[Saved entries]
********

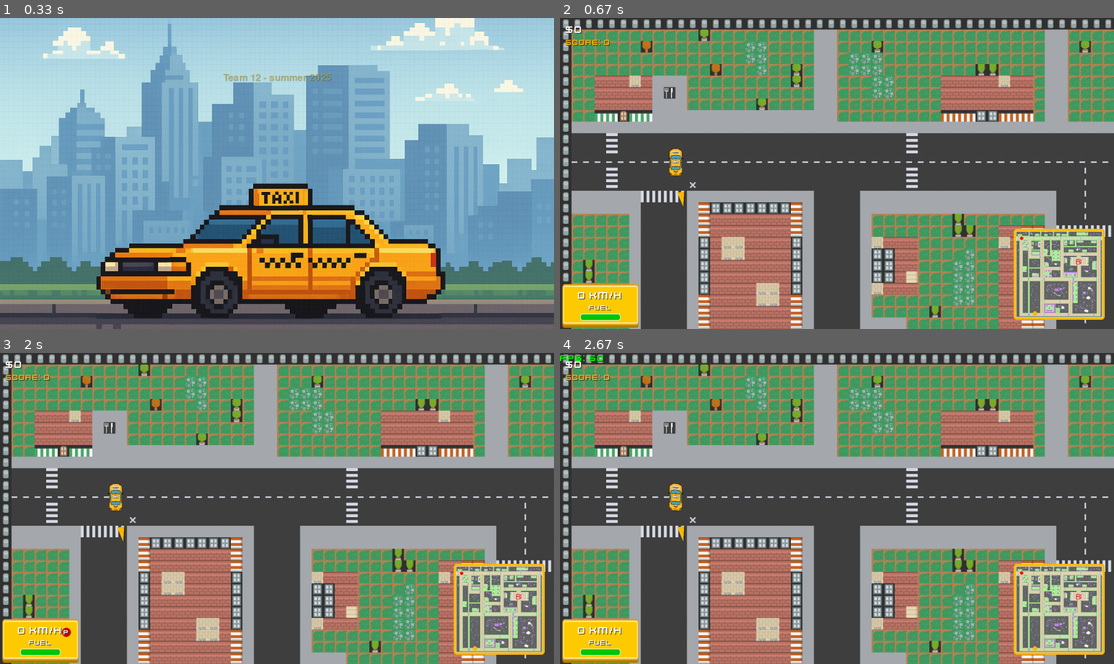
Above: before the commit, frames 1-4 (two rows, left to right).
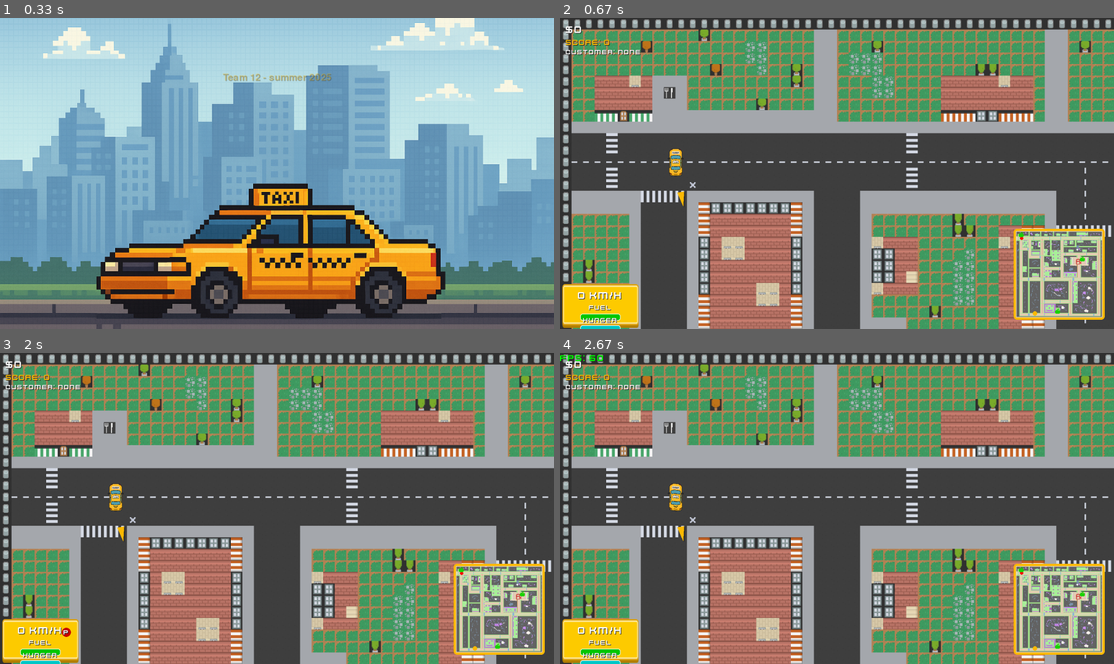
Above: after the commit, the same moments.

Repository: jirihos/UUN-Pygame-workshop
Game: pygame game, started from src/main.py
Same seed, same stepped clock (60 frames per second), same inputs: the game is played once before the commit and once after it.
Inputs (mouse positions are in pixels of both pictures, inside the frame that each line leads up to):
- Up to frame 1 (0.33 s): no input
- Up to frame 2 (0.67 s): click (837, 173) at 0.38 s
- Up to frame 3 (2 s): hold L 0.67-1.13 s; hold D 0.67-1.13 s; move the mouse to (254, 524) at 0.7 s; hold L 1.17-1.63 s; hold D 1.17-1.63 s; tap Space at 1.67 s
- Up to frame 4 (2.67 s): hold L 2-2.47 s; hold D 2-2.47 s; tap Space at 2.5 s

Frame 1 is identical in both runs. In frame 2, 0.4% of the frame differs, in the area x 1-95%, y 10-100%; in frame 3, 0.4%; in frame 4, 0.4%.

Commit message:
Food implemeted

Diff:
--- a/src/scenes/game.py
+++ b/src/scenes/game.py
@@ -21,6 +21,9 @@
         self.pending_job = None
         self.customers_served = 0  # Track number of delivered customers (score)
         self.tank_session = None  # Track refueling session
+        self.hunger = 100
+        self.max_hunger = 100
+        self.is_eating = False
 
         base_path = os.path.dirname(os.path.dirname(__file__))
 
@@ -98,6 +101,10 @@
         self.pump_icon_img = pygame.image.load(os.path.join(base_path, "tiles/game/gas-pump-alt.png")).convert_alpha()
         self.pump_icon_img = pygame.transform.scale(self.pump_icon_img, (18, 18))  # Adjust size as needed
 
+        # Load PNG icon for food (for minimap)
+        self.food_icon_img = pygame.image.load(os.path.join(base_path, "tiles/game/apple-whole.png")).convert_alpha()
+        self.food_icon_img = pygame.transform.scale(self.food_icon_img, (18, 18))  # Adjust size as needed
+
         self.show_fps = False  # FPS display toggle
 
     def new_job(self):
@@ -140,6 +147,12 @@
         car_tile_x = int(self.car.pos.x) // self.tile_size
         car_tile_y = int(self.car.pos.y) // self.tile_size
         return (car_tile_x, car_tile_y) in self.pump_tile_locations
+
+    def is_on_food_tile(self):
+        # Returns True if the car is currently on a food tile
+        car_tile_x = int(self.car.pos.x) // self.tile_size
+        car_tile_y = int(self.car.pos.y) // self.tile_size
+        return (car_tile_x, car_tile_y) in self.food_tile_locations
 
     def get_nearest_pump_tile(self):
         # Finds the nearest pump tile to the car
@@ -290,6 +303,61 @@
             })
             self.tank_session = None
 
+        # === Hunger logic ===
+        if abs(self.car.speed) > 0.1 and self.hunger > 0:
+            self.hunger -= 0.012 / 4  # 4x slower than fuel
+            self.hunger = max(self.hunger, 0)
+
+        # === Eating logic (now uses F, only if enough money and no customer in car) ===
+        self.is_eating = False
+        FOOD_PRICE = 20
+        can_eat = (
+            self.is_on_food_tile()
+            and self.car.is_handbraking()
+            and self.money >= FOOD_PRICE
+            and not (self.current_job and self.job_state == "dropoff")  # No customer in car
+        )
+        if can_eat and keys[pygame.K_f]:
+            if self.hunger < self.max_hunger:
+                self.is_eating = True
+                self.hunger = self.max_hunger
+                self.money -= FOOD_PRICE
+                self.cash_animations.append({
+                    "text": f"-${FOOD_PRICE}",
+                    "color": (255, 40, 40),
+                    "pos": pygame.Vector2(self.car.pos.x, self.car.pos.y - 110),
+                    "alpha": 200,
+                    "lifetime": 0.7
+                })
+
+        # === Out of hunger (starvation) ===
+        if self.hunger <= 0:
+            self.car.speed = 0  # Stop the car
+            # Show "STARVED TO DEATH" message in the center of the screen
+            message = "STARVED TO DEATH"
+            font = pygame.font.Font(self.font_path, 64)
+            text_color = (255, 255, 255)
+            shadow_color = (40, 40, 40)
+            text_surface = font.render(message, True, text_color)
+            shadow_surface = font.render(message, True, shadow_color)
+            screen_rect = self.main.screen.get_rect()
+            text_rect = text_surface.get_rect(center=screen_rect.center)
+            shadow_rect = text_rect.copy()
+            shadow_rect.x += 4
+            shadow_rect.y += 4
+
+            bg_width = text_rect.width + 80
+            bg_height = text_rect.height + 60
+            bg_img = pygame.transform.scale(self.dashboard_bg_img, (bg_width, bg_height))
+            bg_rect = bg_img.get_rect(center=screen_rect.center)
+            self.main.screen.blit(bg_img, bg_rect)
+
+            self.main.screen.blit(shadow_surface, shadow_rect)
+            self.main.screen.blit(text_surface, text_rect)
+
+            pygame.display.flip()
+            return  # Skip rest of loop if dead
+
         # Draw game map
         screen.fill((50, 50, 50))
         for y, row in enumerate(self.tile_map):
@@ -392,6 +460,40 @@
             screen_rect = self.main.screen.get_rect()
             text_rect = text_surface.get_rect()
             group_center = (screen_rect.centerx, screen_rect.height - 60)
+            text_rect.center = group_center
+            shadow_rect = text_rect.copy()
+            shadow_rect.x += 4
+            shadow_rect.y += 4
+
+            bg_width = text_rect.width + 60
+            bg_height = text_rect.height + 30
+            bg_img = pygame.transform.scale(self.dashboard_bg_img, (bg_width, bg_height))
+            bg_rect = bg_img.get_rect()
+            bg_rect.center = group_center
+            self.main.screen.blit(bg_img, bg_rect)
+
+            self.main.screen.blit(shadow_surface, shadow_rect)
+            self.main.screen.blit(text_surface, text_rect)
+
+        # FOOD MESSAGE
+        if (
+            self.is_on_food_tile()
+            and self.car.is_handbraking()
+            and not (self.current_job and self.job_state == "dropoff")
+            and self.hunger < self.max_hunger
+        ):
+            if self.money >= FOOD_PRICE:
+                message = "Hold F to eat"
+            else:
+                message = "Not enough money for food"
+            font = pygame.font.Font(self.font_path, 40)
+            text_color = (255, 255, 255)
+            shadow_color = (40, 40, 40)
+            text_surface = font.render(message, True, text_color)
+            shadow_surface = font.render(message, True, shadow_color)
+            screen_rect = self.main.screen.get_rect()
+            text_rect = text_surface.get_rect()
+            group_center = (screen_rect.centerx, screen_rect.height - 20)
             text_rect.center = group_center
             shadow_rect = text_rect.copy()
             shadow_rect.x += 4
@@ -512,10 +614,37 @@
         # Bar border
         pygame.draw.rect(self.main.screen, (255, 255, 255), (bar_x, bar_y, bar_width, bar_height), 2, border_radius=8)
 
-        if self.brake_pressed:
-            # Show brake indicator if brake is pressed
-            pygame.draw.rect(self.main.screen, (200, 0, 0), (dash_rect.x + 10, dash_rect.bottom - 25, 80, 20))
-            self._draw_text("BRAKE", dash_rect.x + 15, dash_rect.bottom - 24, (0, 0, 0), size=20)
+        # === Hunger progress bar ===
+        bar_width = 140
+        bar_height = 24
+        bar_x = center_x - bar_width // 2
+        bar_y = bar_y + bar_height + 16  # Place below fuel bar
+
+        hunger_level = max(0, min(self.hunger, 100))
+        fill_width = int(bar_width * (hunger_level / 100))
+
+        # Bar background
+        pygame.draw.rect(self.main.screen, (60, 60, 60), (bar_x, bar_y, bar_width, bar_height), border_radius=8)
+        # Bar fill (color changes with level)
+        if hunger_level > 60:
+            fill_color = (0, 200, 200)
+        elif hunger_level > 30:
+            fill_color = (255, 200, 0)
+        else:
+            fill_color = (255, 0, 0)
+        pygame.draw.rect(self.main.screen, fill_color, (bar_x, bar_y, fill_width, bar_height), border_radius=8)
+        # Bar border
+        pygame.draw.rect(self.main.screen, (255, 255, 255), (bar_x, bar_y, bar_width, bar_height), 2, border_radius=8)
+
+        # Hunger label
+        hunger_label = "Hunger"
+        font_hunger = pygame.font.Font(self.font_path, 24)
+        hunger_surface = font_hunger.render(hunger_label, True, (255, 255, 255))
+        hunger_shadow = font_hunger.render(hunger_label, True, (40, 40, 40))
+        hunger_x = center_x - hunger_surface.get_width() // 2
+        hunger_y = bar_y - hunger_surface.get_height() - 4
+        self.main.screen.blit(hunger_shadow, (hunger_x + 2, hunger_y + 2))
+        self.main.screen.blit(hunger_surface, (hunger_x, hunger_y))
 
         # Draw only the red "P" in a circle in the dashboard if handbrake is active
         if self.car.is_handbraking():
@@ -553,6 +682,19 @@
         self.main.screen.blit(score_shadow, (score_x + 2, score_y + 2))
         self.main.screen.blit(score_surface, (score_x, score_y))
 
+        # === Display Customer Status ===
+        if self.current_job and self.job_state == "dropoff":
+            customer_status = "Customer: IN CAR"
+        else:
+            customer_status = "Customer: NONE"
+        font_cust = pygame.font.Font(self.font_path, 24)
+        cust_surface = font_cust.render(customer_status, True, (255, 255, 255))
+        cust_shadow = font_cust.render(customer_status, True, (40, 40, 40))
+        cust_x = 20
+        cust_y = score_y + score_surface.get_height() + 4
+        self.main.screen.blit(cust_shadow, (cust_x + 2, cust_y + 2))
+        self.main.screen.blit(cust_surface, (cust_x, cust_y))
+
         # === Floating Money Animation ===
         for anim in self.cash_animations[:]:
             font_float = pygame.font.Font(self.font_path, 28)
@@ -573,7 +715,7 @@
                 self.cash_animations.remove(anim)
 
     def draw_minimap(self):
-        """Displays the minimap in the bottom right corner and highlights the car position, current target, and pump icons."""
+        """Displays the minimap in the bottom right corner and highlights the car position, current target, and pump/food icons."""
         scale = self.minimap_scale
         minimap = self.minimap_surface.copy()
         car_x = int(self.car.pos.x / self.tile_size * scale)
@@ -585,6 +727,12 @@
             icon_x = int(tx * scale - self.pump_icon_img.get_width() // 2)
             icon_y = int(ty * scale - self.pump_icon_img.get_height() // 2)
             minimap.blit(self.pump_icon_img, (icon_x, icon_y))
+
+        # Draw food icons on minimap
+        for tx, ty in self.food_tile_locations:
+            icon_x = int(tx * scale - self.food_icon_img.get_width() // 2)
+            icon_y = int(ty * scale - self.food_icon_img.get_height() // 2)
+            minimap.blit(self.food_icon_img, (icon_x, icon_y))
 
         # Show only the current target (pickup or dropoff)
         if self.current_job is not None and self.job_state:
Binary file added: src/Tiles/Game/apple-whole.png

********

**Task requirements**. Please state how many lines in the entries include the string "icons", giving no more than the number.

**Exercise output**. 3